⟨

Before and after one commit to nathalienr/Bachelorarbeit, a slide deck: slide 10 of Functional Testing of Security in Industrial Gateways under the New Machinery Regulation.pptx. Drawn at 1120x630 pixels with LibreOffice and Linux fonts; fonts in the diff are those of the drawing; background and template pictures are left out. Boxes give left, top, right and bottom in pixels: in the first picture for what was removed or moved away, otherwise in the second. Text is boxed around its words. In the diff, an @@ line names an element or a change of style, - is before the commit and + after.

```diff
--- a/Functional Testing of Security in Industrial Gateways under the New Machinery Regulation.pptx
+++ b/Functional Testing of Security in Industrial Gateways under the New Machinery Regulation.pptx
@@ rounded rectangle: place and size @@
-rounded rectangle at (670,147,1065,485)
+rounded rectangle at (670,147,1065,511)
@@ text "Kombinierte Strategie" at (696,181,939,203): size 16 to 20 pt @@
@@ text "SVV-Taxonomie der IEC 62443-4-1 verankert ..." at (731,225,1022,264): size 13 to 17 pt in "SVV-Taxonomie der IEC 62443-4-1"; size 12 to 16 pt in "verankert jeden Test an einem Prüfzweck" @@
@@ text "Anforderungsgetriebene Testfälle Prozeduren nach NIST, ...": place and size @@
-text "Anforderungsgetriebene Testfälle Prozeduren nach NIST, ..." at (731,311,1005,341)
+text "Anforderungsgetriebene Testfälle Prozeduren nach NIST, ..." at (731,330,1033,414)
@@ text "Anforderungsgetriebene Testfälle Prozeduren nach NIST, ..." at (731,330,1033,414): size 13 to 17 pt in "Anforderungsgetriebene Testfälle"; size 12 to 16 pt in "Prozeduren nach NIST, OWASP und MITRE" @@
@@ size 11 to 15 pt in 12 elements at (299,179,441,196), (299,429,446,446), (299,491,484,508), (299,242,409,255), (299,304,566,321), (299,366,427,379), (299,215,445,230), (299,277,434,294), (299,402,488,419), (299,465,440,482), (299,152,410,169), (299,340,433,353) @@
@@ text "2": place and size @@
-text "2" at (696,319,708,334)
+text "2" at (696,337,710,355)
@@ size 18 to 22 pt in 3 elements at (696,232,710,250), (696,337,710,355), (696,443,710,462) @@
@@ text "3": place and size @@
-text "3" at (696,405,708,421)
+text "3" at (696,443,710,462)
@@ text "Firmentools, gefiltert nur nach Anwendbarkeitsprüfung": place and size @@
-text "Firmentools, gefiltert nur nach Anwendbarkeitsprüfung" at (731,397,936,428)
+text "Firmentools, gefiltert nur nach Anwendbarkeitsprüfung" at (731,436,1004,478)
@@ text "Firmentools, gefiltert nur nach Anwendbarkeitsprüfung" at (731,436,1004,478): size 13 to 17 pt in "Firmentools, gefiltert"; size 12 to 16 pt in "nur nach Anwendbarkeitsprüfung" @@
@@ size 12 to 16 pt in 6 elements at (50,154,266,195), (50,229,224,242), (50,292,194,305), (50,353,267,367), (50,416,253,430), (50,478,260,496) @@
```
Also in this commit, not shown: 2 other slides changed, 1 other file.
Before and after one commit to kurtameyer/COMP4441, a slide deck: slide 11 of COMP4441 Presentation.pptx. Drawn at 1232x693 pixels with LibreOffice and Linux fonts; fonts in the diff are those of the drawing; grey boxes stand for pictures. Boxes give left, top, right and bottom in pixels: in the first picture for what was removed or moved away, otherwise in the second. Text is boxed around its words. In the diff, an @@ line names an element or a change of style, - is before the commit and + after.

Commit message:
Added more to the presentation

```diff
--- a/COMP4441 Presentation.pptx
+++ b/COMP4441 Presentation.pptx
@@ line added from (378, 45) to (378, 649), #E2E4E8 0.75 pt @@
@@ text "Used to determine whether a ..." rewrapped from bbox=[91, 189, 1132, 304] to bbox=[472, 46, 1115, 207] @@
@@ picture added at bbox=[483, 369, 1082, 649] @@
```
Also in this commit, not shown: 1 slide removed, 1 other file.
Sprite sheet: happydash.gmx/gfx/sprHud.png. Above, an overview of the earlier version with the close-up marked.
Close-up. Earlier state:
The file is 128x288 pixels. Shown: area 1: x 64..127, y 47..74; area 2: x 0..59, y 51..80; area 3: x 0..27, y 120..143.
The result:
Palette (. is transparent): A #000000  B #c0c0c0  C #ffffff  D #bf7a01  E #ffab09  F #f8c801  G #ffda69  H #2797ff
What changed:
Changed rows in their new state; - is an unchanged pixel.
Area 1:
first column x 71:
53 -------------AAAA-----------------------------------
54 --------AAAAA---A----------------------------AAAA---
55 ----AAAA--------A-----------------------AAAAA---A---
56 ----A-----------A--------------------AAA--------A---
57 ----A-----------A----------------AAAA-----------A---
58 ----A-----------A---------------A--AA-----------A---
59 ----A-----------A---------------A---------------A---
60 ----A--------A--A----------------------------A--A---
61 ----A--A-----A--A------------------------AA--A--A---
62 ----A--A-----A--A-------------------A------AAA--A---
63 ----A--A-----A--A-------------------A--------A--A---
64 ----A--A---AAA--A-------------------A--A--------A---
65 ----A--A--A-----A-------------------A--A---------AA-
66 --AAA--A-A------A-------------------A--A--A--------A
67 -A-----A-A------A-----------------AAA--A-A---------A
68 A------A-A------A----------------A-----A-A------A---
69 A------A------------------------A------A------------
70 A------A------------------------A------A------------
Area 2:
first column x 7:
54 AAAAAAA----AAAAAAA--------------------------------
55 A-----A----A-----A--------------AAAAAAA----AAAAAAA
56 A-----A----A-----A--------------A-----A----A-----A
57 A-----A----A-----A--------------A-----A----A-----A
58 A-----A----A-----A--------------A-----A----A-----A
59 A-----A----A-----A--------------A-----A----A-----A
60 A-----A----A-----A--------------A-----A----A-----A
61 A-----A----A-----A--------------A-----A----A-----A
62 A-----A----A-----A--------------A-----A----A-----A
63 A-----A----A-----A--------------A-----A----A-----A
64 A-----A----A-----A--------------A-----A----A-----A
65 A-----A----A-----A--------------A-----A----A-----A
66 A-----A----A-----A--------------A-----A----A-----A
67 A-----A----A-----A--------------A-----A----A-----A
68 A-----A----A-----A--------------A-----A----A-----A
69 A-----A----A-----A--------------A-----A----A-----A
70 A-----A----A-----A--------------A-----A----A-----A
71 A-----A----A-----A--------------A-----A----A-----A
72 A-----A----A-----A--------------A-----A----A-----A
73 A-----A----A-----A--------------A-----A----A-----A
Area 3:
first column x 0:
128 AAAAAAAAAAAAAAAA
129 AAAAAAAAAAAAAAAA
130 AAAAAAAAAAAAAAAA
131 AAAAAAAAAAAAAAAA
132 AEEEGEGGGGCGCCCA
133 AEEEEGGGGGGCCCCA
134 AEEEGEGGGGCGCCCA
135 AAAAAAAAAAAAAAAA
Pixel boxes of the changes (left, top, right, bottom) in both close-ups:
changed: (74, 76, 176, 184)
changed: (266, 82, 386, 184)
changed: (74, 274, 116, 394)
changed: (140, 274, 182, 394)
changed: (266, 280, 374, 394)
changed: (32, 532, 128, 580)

⟩

Task: Lines in the material above that include the string "this" should be listed.

Answer to the problem:
Also in this commit, not shown: 2 other slides changed, 1 other file.
Also in this commit, not shown: 1 slide removed, 1 other file.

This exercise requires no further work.